Paraguayan footballer

Luis Enrique Riveros Valenzuela (born 24 March 1998) is a Paraguayan footballer who plays as a forward for Chilean club Coquimbo Unido.

==Career==
Born in Isla Umbú, Paraguay, Riveros started his career with the Pilar city team before joining the RI 3 Corrales youth ranks. In June 2016, he moved to Chile thanks to the former footballer Carlos Guirland and joined Universidad de Concepción.
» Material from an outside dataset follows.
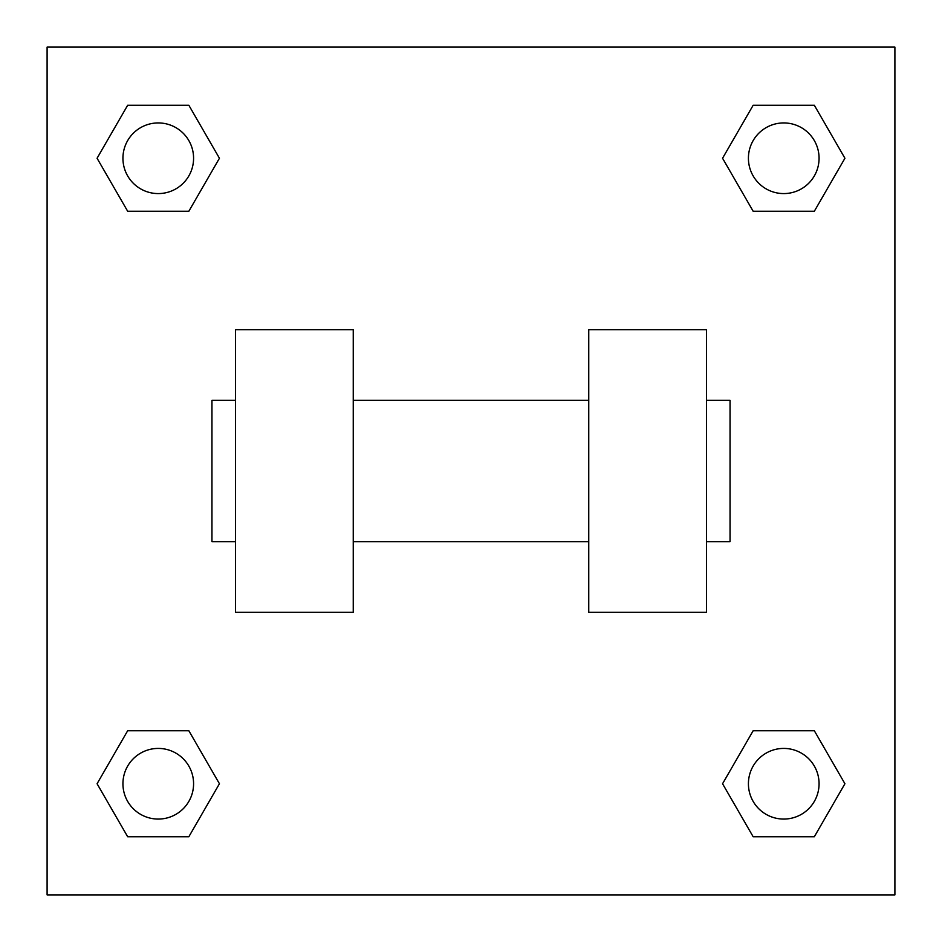 <?xml version="1.0" encoding="UTF-8"?>
<svg xmlns="http://www.w3.org/2000/svg" width="942" height="942" viewBox="0 0 942 942"><rect width="100%" height="100%" fill="white"/><g stroke="black" fill="none" stroke-linecap="round" stroke-linejoin="round"><path stroke-width="1.41" d="M219.439 158.256L188.847 211.244L127.665 211.244L97.073 158.256L127.665 105.269L188.847 105.269L219.439 158.256L188.847 211.244L166.357 211.244M166.357 730.757L188.847 730.757L219.439 783.744L188.847 836.731L127.665 836.731L97.073 783.744L127.665 730.757L188.847 730.757M775.643 211.244L753.153 211.244L722.561 158.256L753.153 105.269L814.335 105.269L844.927 158.256L814.335 211.244L753.153 211.244M722.561 783.744L753.153 730.757L814.335 730.757L844.927 783.744L814.335 836.731L753.153 836.731L722.561 783.744L753.153 730.757L775.643 730.757M753.153 730.757L814.335 730.757L753.153 730.757M814.335 836.731L753.153 836.731L814.335 836.731L844.927 783.744M819.069 783.744A35.325 35.325 0 0 0 766.082 753.153A35.325 35.325 0 0 0 766.082 814.335A35.325 35.325 0 0 0 819.069 783.744M188.847 836.731L127.665 836.731L188.847 836.731L219.439 783.744M193.581 783.744A35.325 35.325 0 0 0 140.594 753.153A35.325 35.325 0 0 0 140.594 814.335A35.325 35.325 0 0 0 193.581 783.744M753.153 105.269L814.335 105.269L753.153 105.269L722.561 158.256M819.069 158.256A35.325 35.325 0 0 0 766.082 127.665A35.325 35.325 0 0 0 766.082 188.847A35.325 35.325 0 0 0 819.069 158.256M127.665 105.269L188.847 105.269L127.665 105.269L97.073 158.256M188.847 211.244L127.665 211.244L188.847 211.244M193.581 158.256A35.325 35.325 0 0 0 140.594 127.665A35.325 35.325 0 0 0 140.594 188.847A35.325 35.325 0 0 0 193.581 158.256M894.9 47.1L894.9 894.9L47.1 894.9L47.1 47.1L894.9 47.1M97.073 783.744L127.665 730.757M844.927 158.256L814.335 211.244M588.75 329.7L588.75 612.3L706.5 612.3L706.5 329.7L588.75 329.7M353.25 612.3L353.25 329.7L235.5 329.7L235.5 612.3L353.25 612.3M706.5 541.65L730.05 541.65L730.05 400.35L706.5 400.35M235.5 400.35L211.95 400.35L211.95 541.65L235.5 541.65M588.75 400.35L353.25 400.35M588.75 541.65L353.25 541.65"/></g></svg>

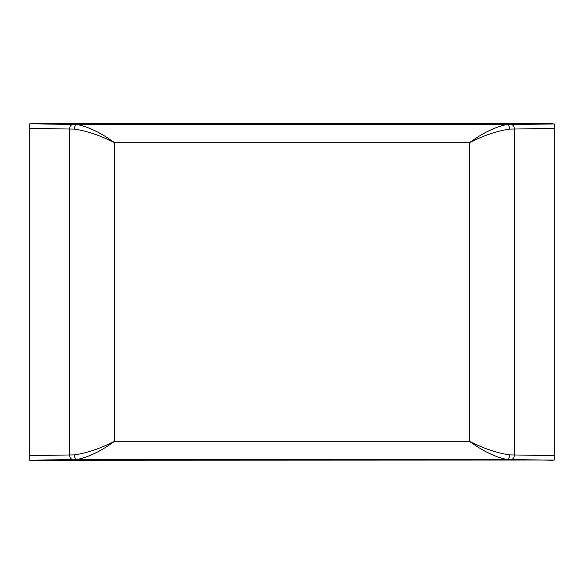 <?xml version="1.0" encoding="UTF-8"?>
<svg xmlns="http://www.w3.org/2000/svg" width="584" height="584" viewBox="0 0 584 584"><rect width="100%" height="100%" fill="white"/><g stroke="black" fill="none" stroke-linecap="round" stroke-linejoin="round"><path stroke-width="0.88" d="M554.8 128.341L509.686 129.115C497.188 130.889 483.734 135.437 469.324 142.751C483.026 132.838 495.517 126.779 506.803 124.567L554.8 123.954L554.8 460.046L29.799 460.221L29.2 460.046L29.2 455.659L74.314 454.885C86.812 453.111 100.265 448.563 114.676 441.249C100.974 451.162 88.483 457.221 77.198 459.433L31.003 460.228M552.997 123.772L31.003 123.772L77.198 124.567C88.483 126.779 100.974 132.838 114.676 142.751C100.265 135.437 86.812 130.889 74.314 129.115L29.2 128.341L29.2 455.659M29.2 128.341L29.2 123.954L31.003 123.772M552.997 460.228L506.803 459.433C495.517 457.221 483.026 451.162 469.324 441.249C483.734 448.563 497.188 453.111 509.686 454.885L554.8 455.659M509.686 129.115A4.548 2.884 -90.8 0 0 506.803 124.567L77.198 124.567A4.548 2.884 90.8 0 0 74.314 129.115M74.314 454.885A4.548 2.884 89.2 0 0 77.198 459.433L506.803 459.433A4.548 2.884 -89.2 0 0 509.686 454.885M72.876 459.499A4.548 3.212 89 0 1 69.664 454.951L69.664 129.049A4.548 3.212 91 0 1 72.876 124.502M469.324 441.249L469.324 142.751L114.676 142.751L114.676 441.249L469.324 441.249M511.124 124.502A4.548 3.212 -91 0 1 514.336 129.049L514.336 454.951A4.548 3.212 -89 0 1 511.124 459.499"/></g></svg>

He made his professional debut in the Chilean Primera División match against Universidad de Chile on 1 April 2017.

During his contract with Universidad de Concepción, Riveros was loaned out to Naval in 2017, Colchagua in 2020 and Fernández Vial in 2020–2021.

In 2022, Riveros signed with Audax Italiano. In July 2023, he returned to his homeland by joining Cerro Porteño on a one-year loan with an option to buy. In July 2024, he was loaned out to Tacuary. He returned to Audax Italiano for the 2025 season.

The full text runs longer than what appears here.